# Soft Tip?



## SMDave (Dec 13, 2007)

What exactly does a "soft tip" mean? I see this a lot but never quite understood what it meant. Thanks for the help


----------



## Nickk (Dec 13, 2007)

as I understand it(qualifier so no one can rip me if I'm wrong), a soft tip is when the taper is small at the top so it bends more easily(soft). This is good to protect light lines so the when the fish pulls it's got some give, but there's still a good backbone fight with. Not like an ultra light noodle feel.


----------



## Captain Ahab (Dec 13, 2007)

I think Nickk nailed it - it just means that the rod tip bends easily. For example - Ugly Stick rods all have very soft tip - no matter hos heavy the rod is.
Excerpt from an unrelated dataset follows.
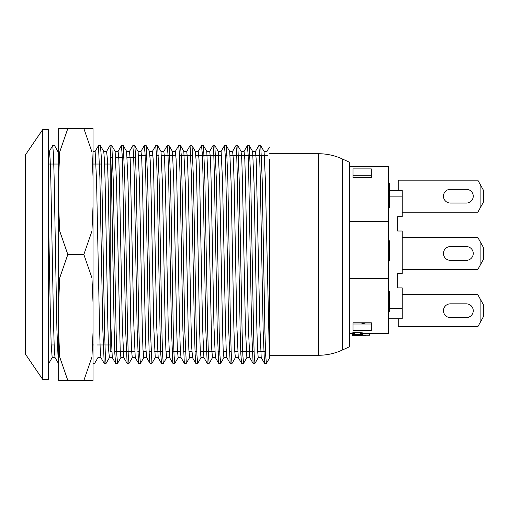 <?xml version="1.0" encoding="UTF-8"?>
<svg xmlns="http://www.w3.org/2000/svg" width="509" height="509" viewBox="0 0 509 509"><rect width="100%" height="100%" fill="white"/><g stroke="black" fill="none" stroke-linecap="round" stroke-linejoin="round"><path stroke-width="0.76" d="M466.371 246.579A6.872 6.872 0 0 1 473.243 253.45A6.872 6.872 0 0 1 466.371 260.322L450.338 260.322A6.872 6.872 0 0 1 443.466 253.45A6.872 6.872 0 0 1 450.338 246.579L466.371 246.579M480.114 265.361L480.114 241.54L483.55 247.724L483.55 259.176L477.824 269.484L402.237 269.484M402.237 237.417L477.824 237.417L480.114 241.54M466.371 317.584A6.872 6.872 0 0 0 473.243 310.713A6.872 6.872 0 0 0 466.371 303.841L450.338 303.841A6.872 6.872 0 0 0 443.466 310.713A6.872 6.872 0 0 0 450.338 317.584L466.371 317.584M480.114 322.623L480.114 298.802L483.55 304.986L483.55 316.439L477.824 326.746L398.229 326.746L398.229 318.729M402.237 294.679L477.824 294.679L480.114 298.802M450.338 203.059L466.371 203.059A6.872 6.872 0 0 0 473.243 196.188A6.872 6.872 0 0 0 466.371 189.316L450.338 189.316A6.872 6.872 0 0 0 443.466 196.188A6.872 6.872 0 0 0 450.338 203.059M402.237 212.221L477.824 212.221L480.114 208.098L480.114 184.277L477.824 180.154L398.229 180.154L398.229 190.461M480.114 184.277L483.55 190.461L483.55 201.914L480.114 208.098M389.639 190.461L402.237 190.461L402.237 196.143L389.639 196.143M402.237 196.143L402.237 216.688L397.656 216.688L397.656 231.003L402.237 231.003L402.237 273.607L397.656 273.607L397.656 287.922L402.237 287.922L402.237 318.729L388.494 318.729M402.237 308.467L389.639 308.467M362.497 323.209L363.56 324.004M42.629 379.332L25.45 354.137L25.45 154.863L42.629 129.668L42.629 379.332L48.355 379.332L48.355 129.668L42.629 129.668M269.388 159.381L269.388 355.861L265.374 180.097L264.088 151.504M258.216 357.426L257.516 349.868L256.848 327.885L254.042 183.259L252.617 151.625M246.859 357.553L245.427 327.841L242.5 183.418L241.813 160.335L241.101 151.606M235.362 357.394L234.611 349.868L233.879 327.828L231.131 183.278L229.724 151.472M223.89 357.452L223.171 349.817L222.516 327.828L219.684 183.272L218.215 151.701M215.415 357.572L212.495 357.572L211.776 349.67L208.136 183.437L206.788 151.58M200.96 357.337L200.26 349.887L199.528 327.802L196.773 183.234L196.111 160.469L195.38 151.497M189.577 357.464L188.852 349.702L188.158 327.866L185.295 183.297L183.825 151.72M178.144 357.547L177.367 349.721L176.668 327.771L173.811 183.425L172.462 151.536M166.583 357.343L165.896 349.855L165.202 327.834L162.416 183.227L161.016 151.548M155.239 357.515L153.801 327.86L150.893 183.335L150.193 160.329L149.468 151.663M143.767 357.471L142.991 349.804L142.272 327.834L139.491 183.367L138.111 151.485M132.245 357.413L131.538 349.836L130.883 327.904L128.071 183.24L126.62 151.637M123.814 357.572L120.875 357.572L120.188 349.626L116.516 183.399L115.136 151.587M109.371 357.375L108.633 349.868L107.902 327.841L105.153 183.272L104.472 160.481L103.753 151.478M52.166 357.528L51.148 344.16L50.226 308.053L48.355 207.125M49.418 151.567L50.117 159.101L50.855 181.217L53.604 325.728L54.272 348.442L54.997 357.49M95.138 151.472L96.576 181.109L99.49 325.62L100.19 348.697L100.909 357.356M106.616 151.561L107.386 159.158L108.112 181.229L110.886 325.735L112.273 357.522M118.133 151.625L118.845 159.222L119.494 181.179L122.313 325.747L123.763 357.343M126.569 151.428L129.502 151.428L130.196 159.304L133.867 325.582L135.235 357.356M141.018 151.612L141.744 159.107L142.482 181.242L145.224 325.741L145.898 348.493L146.624 357.522M152.445 151.599L153.177 159.336L153.839 181.14L156.683 325.696L158.165 357.337M163.853 151.447L164.604 159.234L165.31 181.096L168.212 325.601L169.548 357.413M175.408 151.587L176.101 159.101L176.814 181.191L179.582 325.766L180.256 348.461L180.975 357.464M186.765 151.523L187.477 159.393L188.203 181.128L191.085 325.645L191.81 348.703L192.542 357.375M198.217 151.517L199 159.19L199.713 181.153L202.531 325.696L203.893 357.496M209.765 151.58L210.465 159.145L211.133 181.223L213.933 325.785L215.358 357.375M221.116 151.447L222.554 181.14L225.481 325.614L226.168 348.703L226.874 357.382M232.613 151.599L233.364 159.132L234.095 181.223L236.85 325.773L238.25 357.528M244.091 151.593L244.81 159.241L245.459 181.179L248.29 325.754L249.766 357.312M252.559 151.428L255.48 151.428L256.199 159.311L259.838 325.588L261.193 357.388M52.745 145.905L53.439 153.877L54.126 177.183L56.913 329.826L58.319 363.133M100.394 145.701L98.453 145.701L99.879 177.024L102.824 329.635L104.192 363.057M109.969 145.867L110.695 153.82L111.439 177.208L114.175 329.775L114.849 353.761L115.581 363.248M121.397 145.892L122.128 154.068L122.784 177.087L125.634 329.717L127.116 363.102M132.804 145.72L133.549 153.934L134.255 177.03L137.169 329.673L138.505 363.133M144.359 145.86L145.052 153.82L145.778 177.183L148.533 329.813L149.201 353.73L149.926 363.191M155.716 145.809L156.435 154.106L157.147 177.062L160.036 329.705L160.768 353.99L161.493 363.095M167.162 145.784L167.951 153.909L168.657 177.145L171.488 329.787L172.844 363.216M178.723 145.867L179.416 153.864L180.097 177.221L182.89 329.832L184.309 363.108M190.067 145.727L191.499 177.068L194.432 329.654L195.119 353.997L195.838 363.07M201.558 145.867L202.321 153.852L203.053 177.196L205.808 329.787L207.201 363.254M213.048 145.905L213.767 153.966L214.416 177.119L217.241 329.794L218.711 363.051M226.365 145.701L224.431 145.701L225.137 154.017L225.862 177.081L228.7 329.807L230.157 363.082M235.96 145.905L236.672 153.807L237.315 176.998L240.153 329.794L240.821 353.774L241.552 363.241M247.361 145.867L248.093 154.074L248.767 177.094L251.624 329.73L253.107 363.057M258.782 145.727L259.545 153.941L260.245 177.049L263.134 329.641L264.476 363.152M266.411 363.171L265.66 355.155L264.922 331.785L262.18 179.283L260.773 145.746L264.05 151.408M254.939 363.076L254.214 354.964L253.571 331.919L250.733 179.276L249.257 145.886M241.603 363.299L243.55 363.299L242.831 355.034L242.112 331.951L239.179 179.321L237.837 145.898M232.009 363.146L231.302 355.155L230.571 331.779L227.822 179.213L226.416 145.746L229.686 151.402M220.626 363.165L219.901 354.926L219.207 331.97L216.338 179.283L214.868 145.905M207.252 363.299L209.18 363.299L208.423 355.059L207.717 331.849L204.853 179.232L203.511 145.809M197.632 363.102L196.945 355.136L196.245 331.804L193.465 179.2L192.065 145.86M186.294 363.254L184.85 331.983L181.942 179.346L181.236 155.022L180.51 145.962M174.816 363.171L174.04 355.123L173.314 331.792L170.54 179.27L169.16 145.752M163.294 363.063L162.581 355.047L161.932 331.893L159.12 179.225L157.669 145.918M149.983 363.299L151.93 363.299L150.505 331.976L147.655 179.181L146.185 145.949M140.42 363.133L139.682 355.174L138.944 331.798L136.202 179.257L135.521 155.245L134.802 145.746M128.974 363.102L128.243 354.945L127.594 331.913L124.75 179.295L123.267 145.905M115.632 363.299L117.573 363.299L116.835 355.066L116.128 331.995L113.208 179.359L111.872 145.879M106.025 363.14L105.331 355.187L104.6 331.823L101.845 179.219L101.183 155.283L100.451 145.797M48.832 363.14L48.355 360.105M269.388 355.861L269.388 358.196L269.388 355.282L318.443 355.282L318.443 153.718L269.388 153.718M269.388 228.509L269.388 355.282M342.64 349.918L342.64 159.082L349.556 162.307L349.556 346.693L342.64 349.918C334.967 353.469 326.899 355.257 318.443 355.282M112.61 157.726L110.198 157.726L110.198 351.274L111.725 351.274M352.991 330.456L352.991 322.782L371.315 322.782L371.315 330.456L352.991 330.456M362.612 333.338L369.598 333.338L369.598 335.227L352.419 335.227L352.584 332.88C354.773 332.091 365.201 332.695 362.612 333.338L362.612 335.062L369.598 335.062M362.612 333.446L360.588 333.446M354.442 333.446L352.661 333.446M360.588 333.554L362.612 333.56M369.598 333.656L388.494 333.656L388.494 278.684L349.556 278.684M349.556 333.656L352.419 333.656M352.584 333.649L354.442 333.611M362.408 332.886L360.588 332.886M354.442 334.362L354.442 332.593M352.584 333.401L354.073 333.401M352.991 175.274L371.315 175.274M352.991 324.004L371.315 324.004M267.524 155.569L230.183 155.569M227.071 155.569L225.201 155.569M221.6 155.569L195.857 155.569M192.784 155.569L179.486 155.569M175.91 155.569L161.474 155.569M158.375 155.569L156.498 155.569M152.961 155.569L149.939 155.569M146.904 155.569L138.531 155.569M352.991 323.978L352.991 322.782M354.601 332.32L354.442 332.759L360.607 332.612M354.442 335.062L360.588 335.062C362.402 334.508 356.764 334.298 354.601 334.604L354.442 335.062M360.588 334.368L360.588 332.759M354.601 334.356L354.601 332.631M362.612 335.062C365.214 334.165 353.583 334.139 352.584 334.585L352.584 332.88M360.588 332.969L362.573 332.975M352.113 333.656L352.113 335.355L365.519 335.31M362.637 333.039L360.588 333.039M354.442 333.083L354.073 333.083L354.442 333.058M349.556 221.421L388.494 221.421L388.494 278.684M349.556 166.449L388.494 166.449L388.494 221.421M352.991 177.654L371.315 177.654L371.315 168.886L352.991 168.886L352.991 177.654M371.315 175.497L371.315 177.616L352.991 177.616L352.991 175.497M58.662 176.642L59.712 151.962L67.824 128.523L58.662 128.523L58.662 380.477L93.02 380.477L93.02 332.358L91.97 357.038L83.858 380.477M58.662 332.358L59.706 356.987L67.824 380.477L58.662 380.477M93.02 128.523L83.858 128.523L93.02 128.523L93.02 206.38L91.97 231.061L83.858 254.5L91.976 277.99L93.02 302.62L93.02 332.358M67.824 128.523L83.858 128.523L91.976 152.013L93.02 176.642M58.662 302.62L59.712 277.939L67.824 254.5L59.706 231.01L58.662 206.38M67.824 254.5L83.858 254.5M93.02 206.38L93.02 302.62M365.468 324.004L360.569 322.782L365.468 324.004M388.494 207.825L389.639 207.825L389.639 193.286L388.494 193.286M389.639 193.286L389.639 183.202L388.494 183.202M389.639 199.191L388.494 199.191M389.639 199.089L388.494 199.089M388.494 260.92L389.639 260.92L389.639 249.734L388.494 249.734M389.639 249.734L389.639 240.84L388.494 240.84M388.494 291.231L389.639 291.231L389.639 305.235L388.494 305.235M389.639 305.235L389.639 305.839L388.494 305.839M389.639 305.839L389.639 311.565L388.494 311.565M389.639 297.803L388.494 297.803M389.639 298.465L388.494 298.465M389.639 247.444L388.494 247.444M388.494 221.765L349.556 221.765M388.494 278.34L349.556 278.34L388.494 278.34M389.639 260.284L388.494 260.284M52.166 357.572L55.055 357.572M97.925 357.572L100.967 357.572M109.371 357.572L112.317 357.572M132.245 357.572L135.292 357.572M143.767 357.572L146.681 357.572M155.239 357.572L158.216 357.572M166.589 357.572L169.605 357.572M178.144 357.572L181.032 357.572M189.577 357.572L192.593 357.572M200.966 357.572L203.937 357.572M223.89 357.572L226.931 357.572M235.362 357.572L238.301 357.572M246.859 357.572L249.811 357.572M258.216 357.572L261.244 357.572M48.355 151.428L49.418 151.428M57.791 151.428L58.662 151.428M93.02 151.428L95.138 151.428M103.696 151.428L106.616 151.428M115.085 151.428L118.133 151.428M138.06 151.428L141.018 151.428M149.411 151.428L152.445 151.428M160.959 151.428L163.853 151.428M172.411 151.428L175.408 151.428M183.768 151.428L186.771 151.428M195.322 151.428L198.217 151.428M206.73 151.428L209.765 151.428M218.164 151.428L221.116 151.428M229.674 151.428L232.613 151.428M241.05 151.428L244.091 151.428M264.037 151.428L267.015 151.428M48.355 363.299L48.832 363.299M93.02 363.299L94.655 363.299M104.243 363.299L106.025 363.299M127.167 363.299L128.974 363.299M138.556 363.299L140.42 363.299M161.544 363.299L163.294 363.299M172.888 363.299L174.816 363.299M184.353 363.299L186.288 363.299M195.889 363.299L197.632 363.299M218.755 363.299L220.626 363.299M230.208 363.299L232.009 363.299M253.151 363.299L254.939 363.299M264.521 363.299L266.411 363.299M52.745 145.701L54.488 145.701M109.969 145.701L111.821 145.701M121.397 145.701L123.216 145.701M132.804 145.701L134.751 145.701M144.359 145.701L146.134 145.701M155.716 145.701L157.618 145.701M167.162 145.701L169.109 145.701L172.411 151.383M178.723 145.701L180.46 145.701M190.067 145.701L192.014 145.701M201.558 145.701L203.46 145.701M213.048 145.701L214.817 145.701M235.96 145.701L237.786 145.701M247.361 145.701L249.206 145.701M258.782 145.701L260.729 145.701M258.317 357.592L255.041 363.267M252.591 151.408L249.315 145.733M246.865 357.598L243.588 363.273M241.139 151.402L237.862 145.727M235.412 357.598L232.136 363.273M223.96 357.604L220.677 363.28M218.227 151.396L214.951 145.72M212.501 357.604L209.224 363.286M206.775 151.396L203.492 145.714M201.049 357.611L197.766 363.292M195.322 151.389L192.039 145.708M189.596 357.611L186.313 363.292M183.87 151.389L180.587 145.701M178.137 357.617L174.854 363.299M166.685 357.617L163.402 363.305M160.959 151.383L157.675 145.695M155.232 357.623L151.949 363.311M149.506 151.377L146.217 145.689M143.78 357.623L140.49 363.311M138.047 151.377L134.764 145.682M132.321 357.63L129.038 363.318M126.595 151.37L123.305 145.682M120.868 357.63L117.579 363.324M115.142 151.37L111.853 145.676M109.416 357.636L106.127 363.331M103.69 151.364L100.4 145.669M97.957 357.636L94.668 363.331M57.867 151.351L54.578 145.65M52.141 357.649L48.851 363.35M269.414 358.209L266.5 363.261M52.612 145.714L49.341 151.377M58.338 363.286L55.067 357.623M98.428 145.695L95.151 151.377M104.16 363.305L100.877 357.623M109.887 145.689L106.604 151.377M115.613 363.311L112.33 357.623M121.339 145.689L118.056 151.377M127.072 363.318L123.782 357.623M132.798 145.682L129.509 151.377M138.524 363.324L135.235 357.623M144.251 145.676L140.961 151.377M149.977 363.324L146.687 357.623M155.709 145.669L152.414 151.377M161.436 363.331L158.14 357.623M167.162 145.663L163.866 151.377M172.888 363.337L169.592 357.623M178.621 145.663L175.319 151.377M184.347 363.343L181.045 357.623M190.073 145.657L186.771 151.377M195.8 363.35L192.497 357.623M201.532 145.65L198.224 151.377M207.258 363.35L203.95 357.623M212.985 145.644L209.676 151.377M218.711 363.356L215.402 357.623M224.437 145.638L221.129 151.377M230.17 363.362L226.855 357.623M235.896 145.638L232.581 151.377M241.622 363.369L238.307 357.623M247.349 145.631L244.034 151.377M253.081 363.369L249.76 357.623M258.807 145.625L255.486 151.377M264.534 363.375L261.212 357.623M269.388 147.133L266.939 151.377M342.64 159.082C334.967 155.531 326.899 153.743 318.443 153.718M114.754 351.274L134.662 351.274M137.774 351.274L139.517 351.274M143.067 351.274L146.032 351.274M149.112 351.274L151.09 351.274M154.628 351.274L162.441 351.274M165.966 351.274L169.026 351.274M172.106 351.274L180.383 351.274M183.514 351.274L185.441 351.274M188.934 351.274L191.938 351.274M195.017 351.274L196.798 351.274M200.33 351.274L214.798 351.274M217.909 351.274L219.748 351.274M223.241 351.274L226.282 351.274M229.362 351.274L231.143 351.274M234.687 351.274L237.678 351.274M240.725 351.274L254.067 351.274M257.579 351.274L265.494 351.274M269.051 351.274L269.388 351.274M115.715 157.726L124.081 157.726M127.18 157.726L135.623 157.726M51.18 344.975L54.132 344.975M57.313 344.975L58.662 344.975M93.02 344.975L93.567 344.975M97.003 344.975L110.198 344.975M48.355 164.025L58.662 164.025M93.083 164.025L101.476 164.025M104.612 164.025L110.198 164.025M352.419 332.994L352.419 334.769M369.89 333.656L369.89 335.355M354.073 333.083L354.073 333.446"/></g></svg>
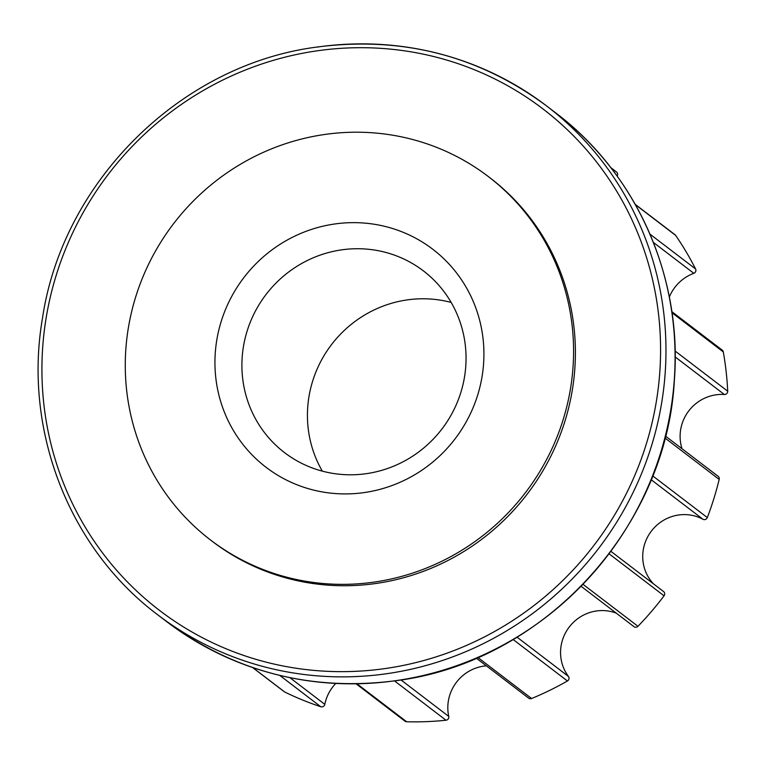 <?xml version="1.0" encoding="UTF-8"?>
<svg xmlns="http://www.w3.org/2000/svg" width="766" height="766" viewBox="0 0 766 766"><rect width="100%" height="100%" fill="white"/><g stroke="black" fill="none" stroke-linecap="round" stroke-linejoin="round"><path stroke-width="1.15" d="M322.323 471.138A114.364 110.725 127.4 0 1 406.966 299.937A114.364 110.725 127.4 0 1 451.174 302.436M334.369 224.036A137.238 132.863 127.4 0 1 483.078 338.898A137.238 132.863 127.4 0 1 364.492 492.528A137.238 132.863 127.4 0 1 215.782 377.667A137.238 132.863 127.4 0 1 334.369 224.036M366.531 473.637A114.364 110.725 -52.6 0 0 461.754 389.358A114.364 110.725 -52.6 0 0 423.397 270.877A114.364 110.725 -52.6 0 0 341.435 249.888A114.364 110.725 -52.6 0 0 246.202 334.158A114.364 110.725 -52.6 0 0 284.559 452.649A114.364 110.725 -52.6 0 0 366.531 473.637M324.334 134.529A228.728 221.441 -52.6 0 0 133.868 303.087A228.728 221.441 -52.6 0 0 210.593 540.049A228.728 221.441 -52.6 0 0 374.526 582.036A228.728 221.441 -52.6 0 0 564.982 413.477A228.728 221.441 -52.6 0 0 488.268 176.515A228.728 221.441 -52.6 0 0 324.334 134.529M210.593 540.049L212.412 541.447A228.728 221.441 -52.6 0 0 376.345 583.424A228.728 221.441 -52.6 0 0 566.802 414.875A228.728 221.441 -52.6 0 0 490.087 177.904L488.268 176.515M610.789 167.601L612.35 168.798A310.173 300.301 127.4 0 1 616.525 172.044L610.904 167.754M617.137 176.094A3.102 3.007 -52.6 0 0 616.525 172.044M669.331 297.045A41.172 39.861 127.4 0 1 693.833 273.318A3.102 3.007 -52.6 0 0 695.585 268.971A310.173 300.301 127.4 0 0 675.66 235.411A3.102 3.007 -52.6 0 0 675.028 234.741L635.196 204.321M682.027 448.732A41.172 39.861 127.4 0 1 724.368 394.5A3.102 3.007 -52.6 0 0 727.7 391.196A310.173 300.301 127.4 0 0 723.295 351.929A3.102 3.007 -52.6 0 0 722.185 350.1L671.83 311.638M653.417 583.797A41.172 39.861 127.4 0 1 651.464 530.991A41.172 39.861 127.4 0 1 702.977 519.281A3.102 3.007 -52.6 0 0 707.315 517.586A310.173 300.301 127.4 0 0 719.188 479.411A3.102 3.007 -52.6 0 0 718.125 476.299L665.434 436.065M581.135 586.325L633.932 626.645A3.102 3.007 -52.6 0 0 637.954 626.291A310.173 300.301 127.4 0 0 664.055 595.804A3.102 3.007 -52.6 0 0 663.538 591.534L610.933 551.357M476.28 658.147L528.645 698.142A3.102 3.007 -52.6 0 0 531.604 698.515A310.173 300.301 127.4 0 0 567.424 680.984A3.102 3.007 -52.6 0 0 568.439 676.426A41.172 39.861 127.4 0 1 569.1 627.22A41.172 39.861 127.4 0 1 616.276 613.164M356.094 683.837L404.955 721.16A3.102 3.007 -52.6 0 0 406.669 721.764A310.173 300.301 127.4 0 0 446.004 720.232A3.102 3.007 -52.6 0 0 448.752 716.421A41.172 39.861 127.4 0 1 486.362 665.855M252.579 667.531L284.253 691.717A3.102 3.007 -52.6 0 0 284.741 692.024A310.173 300.301 127.4 0 0 320.791 706.74A3.102 3.007 -52.6 0 0 324.803 704.347A41.172 39.861 127.4 0 1 335.738 683.463M555.637 112.841C636.517 173.643 682.525 277.359 674.348 380.501C666.506 528.578 542.759 662.255 396.549 680.62C311.389 691.727 234.836 672.117 166.892 621.8A320.217 310.019 -52.6 0 0 396.395 680.572A320.217 310.019 -52.6 0 0 663.04 444.596A320.217 310.019 -52.6 0 0 555.637 112.841L546.531 105.89A320.217 310.019 127.4 0 1 653.934 437.645A320.217 310.019 127.4 0 1 387.299 673.62A320.217 310.019 127.4 0 1 157.786 614.849C68.921 548.351 22.97 429.975 42.542 317.861C62.889 181.082 180.92 64.574 316.865 47.071C402.026 35.964 478.587 55.573 546.531 105.89A320.217 310.019 127.4 0 0 317.019 47.119M316.617 50.901A315.649 305.596 -52.6 0 0 43.863 404.266A315.649 305.596 -52.6 0 0 385.882 668.45A315.649 305.596 -52.6 0 0 658.636 315.085A315.649 305.596 -52.6 0 0 316.617 50.901M675.66 235.411L635.378 204.637M695.585 268.971L649.951 234.118M723.295 351.929L671.983 312.739M727.7 391.196L675.105 351.02M719.188 479.411L664.945 437.98M707.315 517.586L652.689 475.868M664.055 595.804L609.094 553.828M637.954 626.291L583.041 584.353M567.424 680.984L513.134 639.514M531.604 698.515L477.869 657.467M446.004 720.232L394.528 680.907M406.669 721.764L357.004 683.827M320.791 706.74L279.762 675.401M284.741 692.024L252.742 667.588M324.803 704.347L289.845 677.642M448.752 716.421L401.001 679.949M568.439 676.426L517.05 637.178M702.977 519.281L651.157 479.698M724.368 394.5L675.172 356.927M693.833 273.318L653.369 242.41M157.786 614.849L166.892 621.8"/></g></svg>

And BTW Nickk, no one gets ripped to harshly on here (well, except for Jim and BassAddict, but they deserve it ) and I know Jim plans to keep it that way so let it fly


----------



## SMDave (Dec 13, 2007)

esquired said:


> I think Nickk nailed it - it just means that the rod tip bends easily. For example - Ugly Stick rods all have very soft tip - no matter hos heavy the rod is.
> 
> And BTW Nickk, no one gets ripped to harshly on here (well, except for Jim and BassAddict, but they deserve it ) and I know Jim plans to keep it that way so let it fly


Then wouldn't a fast tip be the same thing as a fast/extra fast tip?


----------



## Nickk (Dec 13, 2007)

esquired said:


> I think Nickk nailed it - it just means that the rod tip bends easily. For example - Ugly Stick rods all have very soft tip - no matter hos heavy the rod is.
> 
> And BTW Nickk, no one gets ripped to harshly on here (well, except for Jim and BassAddict, but they deserve it ) and I know Jim plans to keep it that way so let it fly




In know but a little CYA never hurts!


----------



## Captain Ahab (Dec 13, 2007)

SMDave said:


> Then wouldn't a fast tip be the same thing as a fast/extra fast tip?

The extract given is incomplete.